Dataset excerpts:
_ _ _
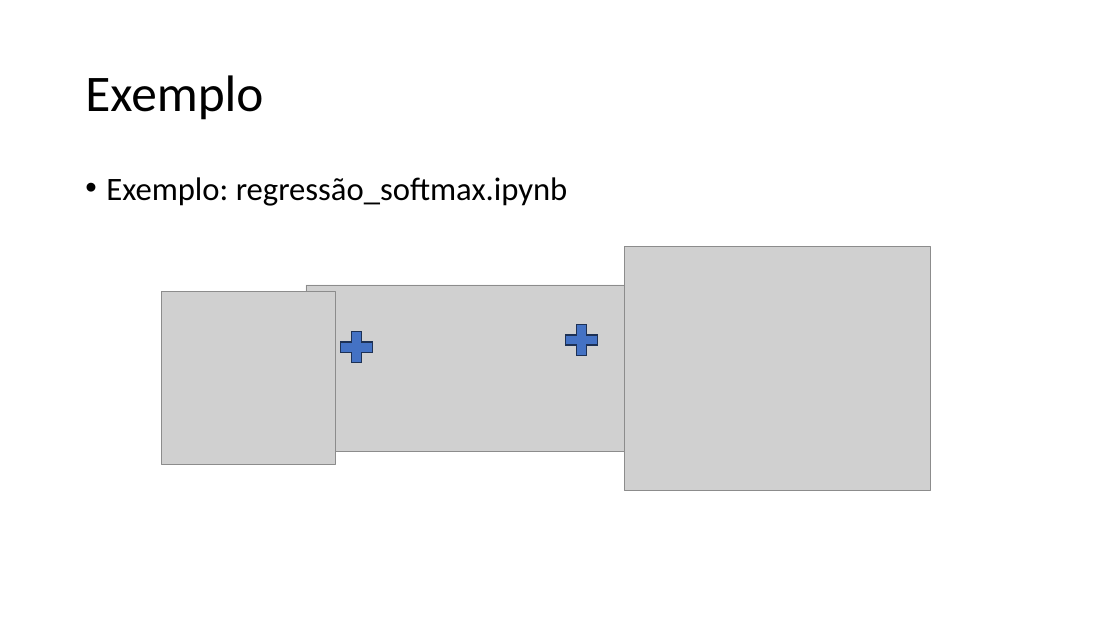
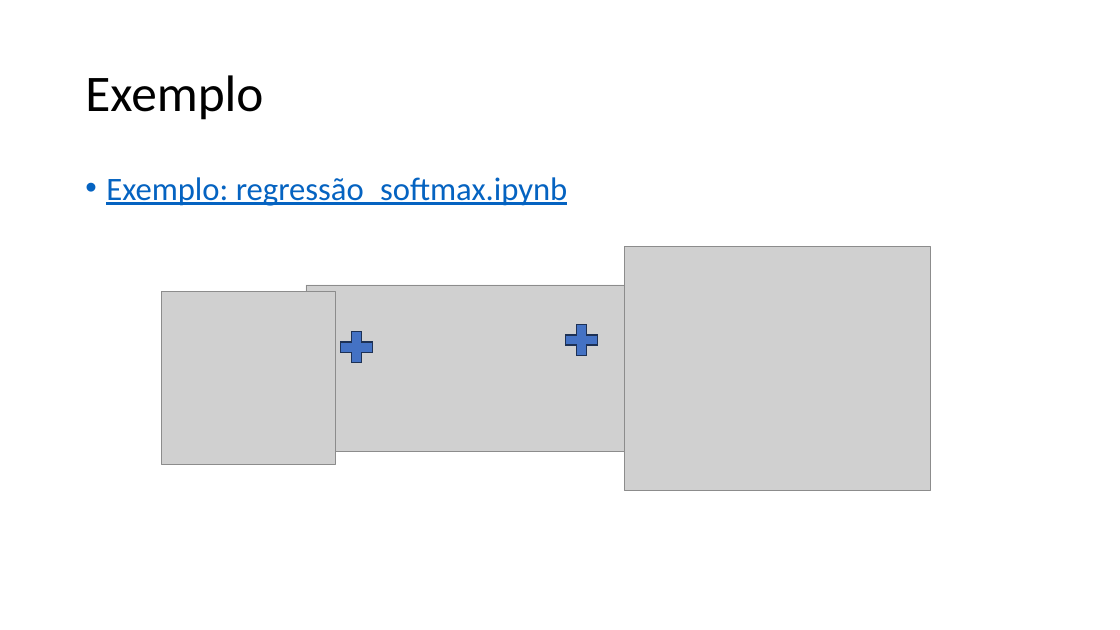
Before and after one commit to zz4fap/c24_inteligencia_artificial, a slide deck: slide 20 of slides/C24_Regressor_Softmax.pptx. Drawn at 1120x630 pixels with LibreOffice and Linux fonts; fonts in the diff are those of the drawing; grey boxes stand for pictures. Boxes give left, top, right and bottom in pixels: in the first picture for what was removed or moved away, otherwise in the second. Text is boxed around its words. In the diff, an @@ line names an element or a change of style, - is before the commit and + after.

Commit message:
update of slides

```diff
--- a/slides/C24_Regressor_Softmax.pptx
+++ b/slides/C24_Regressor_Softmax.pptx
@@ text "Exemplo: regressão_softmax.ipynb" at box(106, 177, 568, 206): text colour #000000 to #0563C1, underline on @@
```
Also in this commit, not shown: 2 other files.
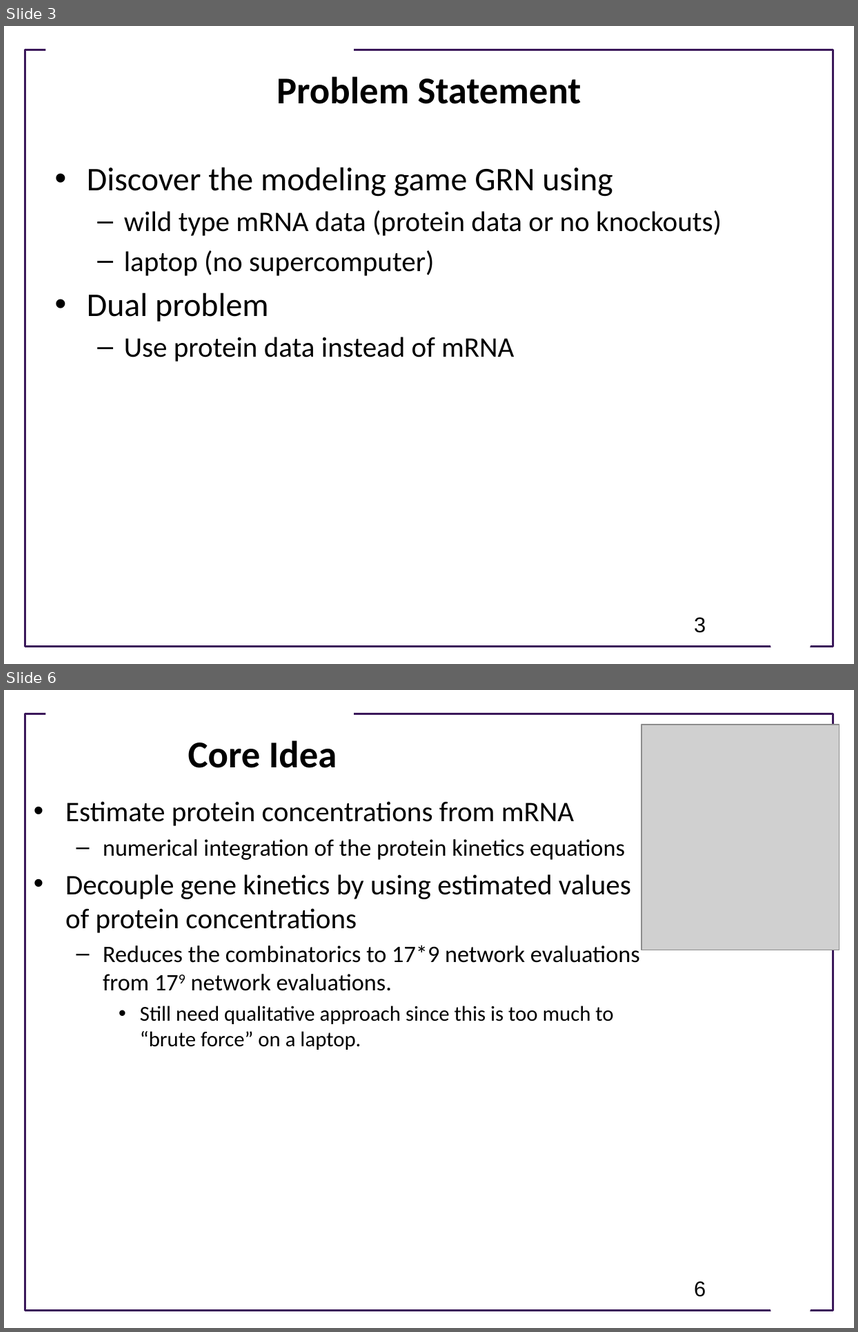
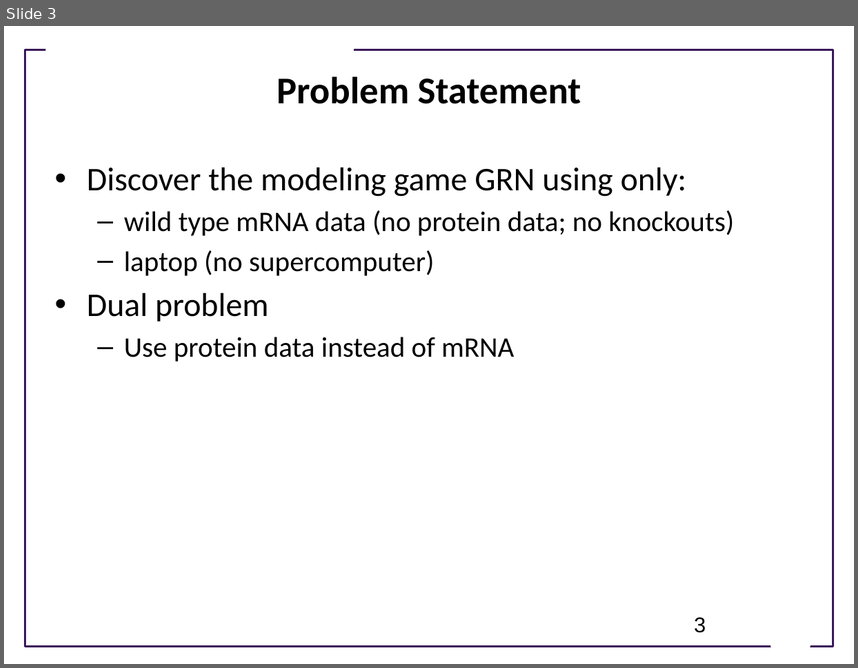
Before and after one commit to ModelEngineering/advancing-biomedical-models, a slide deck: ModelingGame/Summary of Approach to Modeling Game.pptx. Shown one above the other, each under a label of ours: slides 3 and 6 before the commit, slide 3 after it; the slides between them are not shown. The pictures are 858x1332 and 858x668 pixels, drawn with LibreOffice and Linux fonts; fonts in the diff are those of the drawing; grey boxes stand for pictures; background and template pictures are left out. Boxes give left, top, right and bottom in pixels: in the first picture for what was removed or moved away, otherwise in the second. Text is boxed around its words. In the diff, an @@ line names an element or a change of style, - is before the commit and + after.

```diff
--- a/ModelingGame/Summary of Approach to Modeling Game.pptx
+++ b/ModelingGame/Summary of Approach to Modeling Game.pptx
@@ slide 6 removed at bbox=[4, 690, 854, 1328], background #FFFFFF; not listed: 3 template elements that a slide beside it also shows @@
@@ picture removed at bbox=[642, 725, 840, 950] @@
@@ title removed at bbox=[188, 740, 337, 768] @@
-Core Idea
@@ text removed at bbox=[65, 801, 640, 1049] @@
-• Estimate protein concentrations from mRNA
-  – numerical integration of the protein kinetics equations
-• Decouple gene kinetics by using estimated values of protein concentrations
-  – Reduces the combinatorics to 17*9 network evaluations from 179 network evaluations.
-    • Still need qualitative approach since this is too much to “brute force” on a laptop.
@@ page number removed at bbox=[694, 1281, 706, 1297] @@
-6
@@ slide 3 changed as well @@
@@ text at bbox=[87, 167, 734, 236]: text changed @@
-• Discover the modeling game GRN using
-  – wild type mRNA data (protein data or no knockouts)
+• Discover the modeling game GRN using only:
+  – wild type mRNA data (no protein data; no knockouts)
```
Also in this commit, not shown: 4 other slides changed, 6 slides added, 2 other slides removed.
_ _ _
## TASK PROMPT
Images are to be omitted; repeat the remaining data above exactly.

## EXERCISE RESPONSE
Before and after one commit to zz4fap/c24_inteligencia_artificial, a slide deck: slide 20 of slides/C24_Regressor_Softmax.pptx. Drawn at 1120x630 pixels with LibreOffice and Linux fonts; fonts in the diff are those of the drawing; grey boxes stand for pictures. Boxes give left, top, right and bottom in pixels: in the first picture for what was removed or moved away, otherwise in the second. Text is boxed around its words. In the diff, an @@ line names an element or a change of style, - is before the commit and + after.

Commit message:
update of slides

```diff
--- a/slides/C24_Regressor_Softmax.pptx
+++ b/slides/C24_Regressor_Softmax.pptx
@@ text "Exemplo: regressão_softmax.ipynb" at box(106, 177, 568, 206): text colour #000000 to #0563C1, underline on @@
```
Also in this commit, not shown: 2 other files.
Before and after one commit to ModelEngineering/advancing-biomedical-models, a slide deck: ModelingGame/Summary of Approach to Modeling Game.pptx. Shown one above the other, each under a label of ours: slides 3 and 6 before the commit, slide 3 after it; the slides between them are not shown. The pictures are 858x1332 and 858x668 pixels, drawn with LibreOffice and Linux fonts; fonts in the diff are those of the drawing; grey boxes stand for pictures; background and template pictures are left out. Boxes give left, top, right and bottom in pixels: in the first picture for what was removed or moved away, otherwise in the second. Text is boxed around its words. In the diff, an @@ line names an element or a change of style, - is before the commit and + after.

```diff
--- a/ModelingGame/Summary of Approach to Modeling Game.pptx
+++ b/ModelingGame/Summary of Approach to Modeling Game.pptx
@@ slide 6 removed at bbox=[4, 690, 854, 1328], background #FFFFFF; not listed: 3 template elements that a slide beside it also shows @@
@@ picture removed at bbox=[642, 725, 840, 950] @@
@@ title removed at bbox=[188, 740, 337, 768] @@
-Core Idea
@@ text removed at bbox=[65, 801, 640, 1049] @@
-• Estimate protein concentrations from mRNA
-  – numerical integration of the protein kinetics equations
-• Decouple gene kinetics by using estimated values of protein concentrations
-  – Reduces the combinatorics to 17*9 network evaluations from 179 network evaluations.
-    • Still need qualitative approach since this is too much to “brute force” on a laptop.
@@ page number removed at bbox=[694, 1281, 706, 1297] @@
-6
@@ slide 3 changed as well @@
@@ text at bbox=[87, 167, 734, 236]: text changed @@
-• Discover the modeling game GRN using
-  – wild type mRNA data (protein data or no knockouts)
+• Discover the modeling game GRN using only:
+  – wild type mRNA data (no protein data; no knockouts)
```
Also in this commit, not shown: 4 other slides changed, 6 slides added, 2 other slides removed.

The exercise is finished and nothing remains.